[Opening Data supplied section]

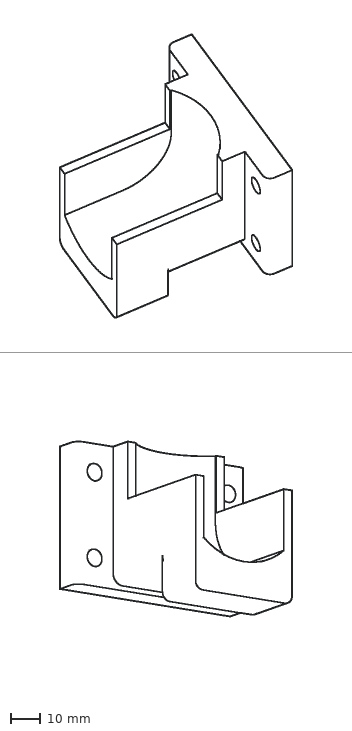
import cadquery as cq

plate_width = 70.0
plate_depth = 10.0
plate_height = 50.0
plate_corner_radius = 3.0

body_width = 39.75
body_reach = 60.0
body_height = 48.3
body_corner_radius = 4.0
collar_reach = 18.9
side_wall_drop = 20.0

foot_length = 20.0
foot_height = 60.0
foot_corner_radius = 3.0

channel_width = 33.0
channel_radius = 25.0
channel_back_wall = 12.2
channel_floor_drop = 47.75

hole_diameter = 6.0
hole_spacing_x = 54.95
hole_spacing_z = 30.0
hole_top_drop = 10.0


def hanging_block(width, back, front, top, bottom):
    """Block centred on X, between two reaches from the back and two drops from the top."""
    return (
        cq.Workplane("XY")
        .box(width, front - back, bottom - top, centered=(True, False, False))
        .translate((0, -front, -bottom))
    )


def make_plate():
    plate = hanging_block(plate_width, 0, plate_depth, 0, plate_height)
    return plate.edges("|Z and <Y").fillet(plate_corner_radius)


def make_body():
    collar = hanging_block(body_width, 0, collar_reach, 0, side_wall_drop)
    trough = hanging_block(body_width, 0, body_reach, side_wall_drop, body_height)
    trough = trough.edges("|Y and <Z").fillet(body_corner_radius)
    foot = hanging_block(body_width, body_reach - foot_length, body_reach, side_wall_drop, foot_height)
    foot = foot.edges("|Y and <Z").fillet(foot_corner_radius)
    return collar.union(trough).union(foot)


def make_channel():
    """Two crossing cylinders with a ball at the bend, trimmed to the channel width."""
    bend_reach = channel_back_wall + channel_radius
    bend_drop = channel_floor_drop - channel_radius
    bend = (0, -bend_reach, -bend_drop)
    run = body_reach + foot_height
    upright = cq.Workplane("XY").circle(channel_radius).extrude(run).translate(bend)
    level = cq.Workplane("XZ").circle(channel_radius).extrude(run).translate(bend)
    ball = cq.Workplane("XY").sphere(channel_radius).translate(bend)
    opening = hanging_block(2 * channel_radius, bend_reach, run, -run, bend_drop)
    envelope = hanging_block(channel_width, 0, run, -run, run)
    return upright.union(level).union(ball).union(opening).intersect(envelope)


def make_holes():
    return (
        cq.Workplane("XZ")
        .center(0, -hole_top_drop - hole_spacing_z / 2)
        .rarray(hole_spacing_x, hole_spacing_z, 2, 2)
        .circle(hole_diameter / 2)
        .extrude(plate_depth)
    )


result = make_plate().union(make_body()).cut(make_channel()).cut(make_holes())

[Closing Data supplied section]

Return the records above in their entirety, word for word, with the pictures removed.

__Solved problem__:
import cadquery as cq

plate_width = 70.0
plate_depth = 10.0
plate_height = 50.0
plate_corner_radius = 3.0

body_width = 39.75
body_reach = 60.0
body_height = 48.3
body_corner_radius = 4.0
collar_reach = 18.9
side_wall_drop = 20.0

foot_length = 20.0
foot_height = 60.0
foot_corner_radius = 3.0

channel_width = 33.0
channel_radius = 25.0
channel_back_wall = 12.2
channel_floor_drop = 47.75

hole_diameter = 6.0
hole_spacing_x = 54.95
hole_spacing_z = 30.0
hole_top_drop = 10.0


def hanging_block(width, back, front, top, bottom):
    """Block centred on X, between two reaches from the back and two drops from the top."""
    return (
        cq.Workplane("XY")
        .box(width, front - back, bottom - top, centered=(True, False, False))
        .translate((0, -front, -bottom))
    )


def make_plate():
    plate = hanging_block(plate_width, 0, plate_depth, 0, plate_height)
    return plate.edges("|Z and <Y").fillet(plate_corner_radius)


def make_body():
    collar = hanging_block(body_width, 0, collar_reach, 0, side_wall_drop)
    trough = hanging_block(body_width, 0, body_reach, side_wall_drop, body_height)
    trough = trough.edges("|Y and <Z").fillet(body_corner_radius)
    foot = hanging_block(body_width, body_reach - foot_length, body_reach, side_wall_drop, foot_height)
    foot = foot.edges("|Y and <Z").fillet(foot_corner_radius)
    return collar.union(trough).union(foot)


def make_channel():
    """Two crossing cylinders with a ball at the bend, trimmed to the channel width."""
    bend_reach = channel_back_wall + channel_radius
    bend_drop = channel_floor_drop - channel_radius
    bend = (0, -bend_reach, -bend_drop)
    run = body_reach + foot_height
    upright = cq.Workplane("XY").circle(channel_radius).extrude(run).translate(bend)
    level = cq.Workplane("XZ").circle(channel_radius).extrude(run).translate(bend)
    ball = cq.Workplane("XY").sphere(channel_radius).translate(bend)
    opening = hanging_block(2 * channel_radius, bend_reach, run, -run, bend_drop)
    envelope = hanging_block(channel_width, 0, run, -run, run)
    return upright.union(level).union(ball).union(opening).intersect(envelope)


def make_holes():
    return (
        cq.Workplane("XZ")
        .center(0, -hole_top_drop - hole_spacing_z / 2)
        .rarray(hole_spacing_x, hole_spacing_z, 2, 2)
        .circle(hole_diameter / 2)
        .extrude(plate_depth)
    )


result = make_plate().union(make_body()).cut(make_channel()).cut(make_holes())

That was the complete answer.